(RECORDS FOR THE EXERCISE)
○ ○ ○ ○

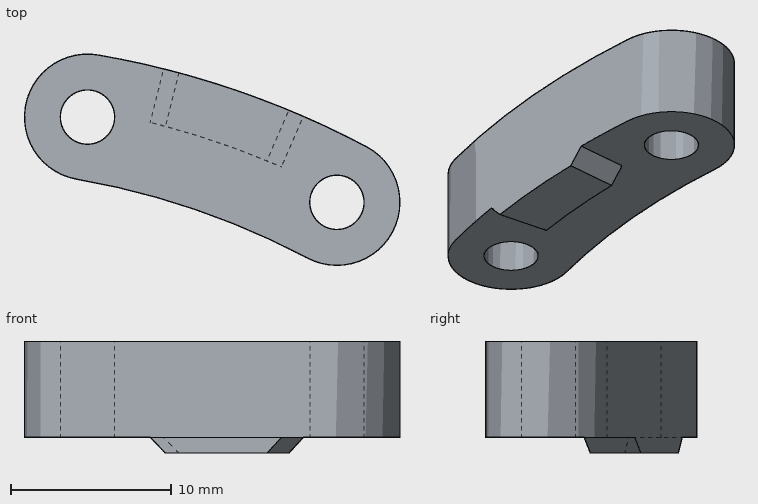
import cadquery as cq
import math

length_x = 23.47
width_y = 13.21
total_height = 7.0

plate_height = 6.0
end_radius = 3.95
hole_radius = 1.7
arc_radius = 52.34

pad_inner_radius = arc_radius + 0.5
pad_half_angle = 4.7
pad_shift_angle = -0.1
pad_height = total_height - plate_height

hole_step_x = length_x - 2 * end_radius
hole_step_y = width_y - 2 * end_radius
hole_distance = math.hypot(hole_step_x, hole_step_y)
tilt = math.degrees(math.atan2(hole_step_y, hole_step_x))
link_half_angle = math.degrees(math.asin(hole_distance / 2 / arc_radius))

inner_radius = arc_radius - end_radius
outer_radius = arc_radius + end_radius


def polar(radius, angle):
    """Point about the arc centre; the angle is in degrees clockwise from +Y."""
    turn = math.radians(angle)
    return radius * math.sin(turn), radius * math.cos(turn)


def make_plate():
    """Curved slot-shaped plate with its underside at Z = 0."""
    left, right = -link_half_angle, link_half_angle
    left_x, left_y = polar(arc_radius, left)
    step_x, step_y = polar(end_radius, left - 90)
    left_tip = (left_x + step_x, left_y + step_y)
    right_tip = (-left_tip[0], left_tip[1])
    return (
        cq.Workplane("XY")
        .moveTo(*polar(outer_radius, left))
        .threePointArc((0, outer_radius), polar(outer_radius, right))
        .threePointArc(right_tip, polar(inner_radius, right))
        .threePointArc((0, inner_radius), polar(inner_radius, left))
        .threePointArc(left_tip, polar(outer_radius, left))
        .close()
        .extrude(plate_height)
        .pushPoints([polar(arc_radius, left), polar(arc_radius, right)])
        .circle(hole_radius)
        .cutThruAll()
    )


def make_pad():
    """Ring sector below the plate, flush with the outer wall, with 45 degree ends."""
    left, right = pad_shift_angle - pad_half_angle, pad_shift_angle + pad_half_angle
    pad = (
        cq.Workplane("XY")
        .moveTo(*polar(outer_radius, left))
        .threePointArc((0, outer_radius), polar(outer_radius, right))
        .lineTo(*polar(pad_inner_radius, right))
        .threePointArc((0, pad_inner_radius), polar(pad_inner_radius, left))
        .close()
        .extrude(-pad_height)
    )
    for side, end_angle in ((-1, left), (1, right)):
        cutter = (
            cq.Workplane("XZ")
            .polyline([(0, 0), (-side * pad_height, -pad_height), (side * pad_height, -pad_height)])
            .close()
            .extrude(-2 * outer_radius)
            .rotate((0, 0, 0), (0, 0, 1), -end_angle)
        )
        pad = pad.cut(cutter)
    return pad


tilted = make_plate().union(make_pad()).rotate((0, 0, 0), (0, 0, 1), -tilt)
middle_x, middle_y = polar(arc_radius * math.cos(math.radians(link_half_angle)), tilt)
result = tilted.translate((-middle_x, -middle_y, 0))

○ ○ ○ ○

Please retype the records above exactly, excluding every picture.

import cadquery as cq
import math

length_x = 23.47
width_y = 13.21
total_height = 7.0

plate_height = 6.0
end_radius = 3.95
hole_radius = 1.7
arc_radius = 52.34

pad_inner_radius = arc_radius + 0.5
pad_half_angle = 4.7
pad_shift_angle = -0.1
pad_height = total_height - plate_height

hole_step_x = length_x - 2 * end_radius
hole_step_y = width_y - 2 * end_radius
hole_distance = math.hypot(hole_step_x, hole_step_y)
tilt = math.degrees(math.atan2(hole_step_y, hole_step_x))
link_half_angle = math.degrees(math.asin(hole_distance / 2 / arc_radius))

inner_radius = arc_radius - end_radius
outer_radius = arc_radius + end_radius


def polar(radius, angle):
    """Point about the arc centre; the angle is in degrees clockwise from +Y."""
    turn = math.radians(angle)
    return radius * math.sin(turn), radius * math.cos(turn)


def make_plate():
    """Curved slot-shaped plate with its underside at Z = 0."""
    left, right = -link_half_angle, link_half_angle
    left_x, left_y = polar(arc_radius, left)
    step_x, step_y = polar(end_radius, left - 90)
    left_tip = (left_x + step_x, left_y + step_y)
    right_tip = (-left_tip[0], left_tip[1])
    return (
        cq.Workplane("XY")
        .moveTo(*polar(outer_radius, left))
        .threePointArc((0, outer_radius), polar(outer_radius, right))
        .threePointArc(right_tip, polar(inner_radius, right))
        .threePointArc((0, inner_radius), polar(inner_radius, left))
        .threePointArc(left_tip, polar(outer_radius, left))
        .close()
        .extrude(plate_height)
        .pushPoints([polar(arc_radius, left), polar(arc_radius, right)])
        .circle(hole_radius)
        .cutThruAll()
    )


def make_pad():
    """Ring sector below the plate, flush with the outer wall, with 45 degree ends."""
    left, right = pad_shift_angle - pad_half_angle, pad_shift_angle + pad_half_angle
    pad = (
        cq.Workplane("XY")
        .moveTo(*polar(outer_radius, left))
        .threePointArc((0, outer_radius), polar(outer_radius, right))
        .lineTo(*polar(pad_inner_radius, right))
        .threePointArc((0, pad_inner_radius), polar(pad_inner_radius, left))
        .close()
        .extrude(-pad_height)
    )
    for side, end_angle in ((-1, left), (1, right)):
        cutter = (
            cq.Workplane("XZ")
            .polyline([(0, 0), (-side * pad_height, -pad_height), (side * pad_height, -pad_height)])
            .close()
            .extrude(-2 * outer_radius)
            .rotate((0, 0, 0), (0, 0, 1), -end_angle)
        )
        pad = pad.cut(cutter)
    return pad


tilted = make_plate().union(make_pad()).rotate((0, 0, 0), (0, 0, 1), -tilt)
middle_x, middle_y = polar(arc_radius * math.cos(math.radians(link_half_angle)), tilt)
result = tilted.translate((-middle_x, -middle_y, 0))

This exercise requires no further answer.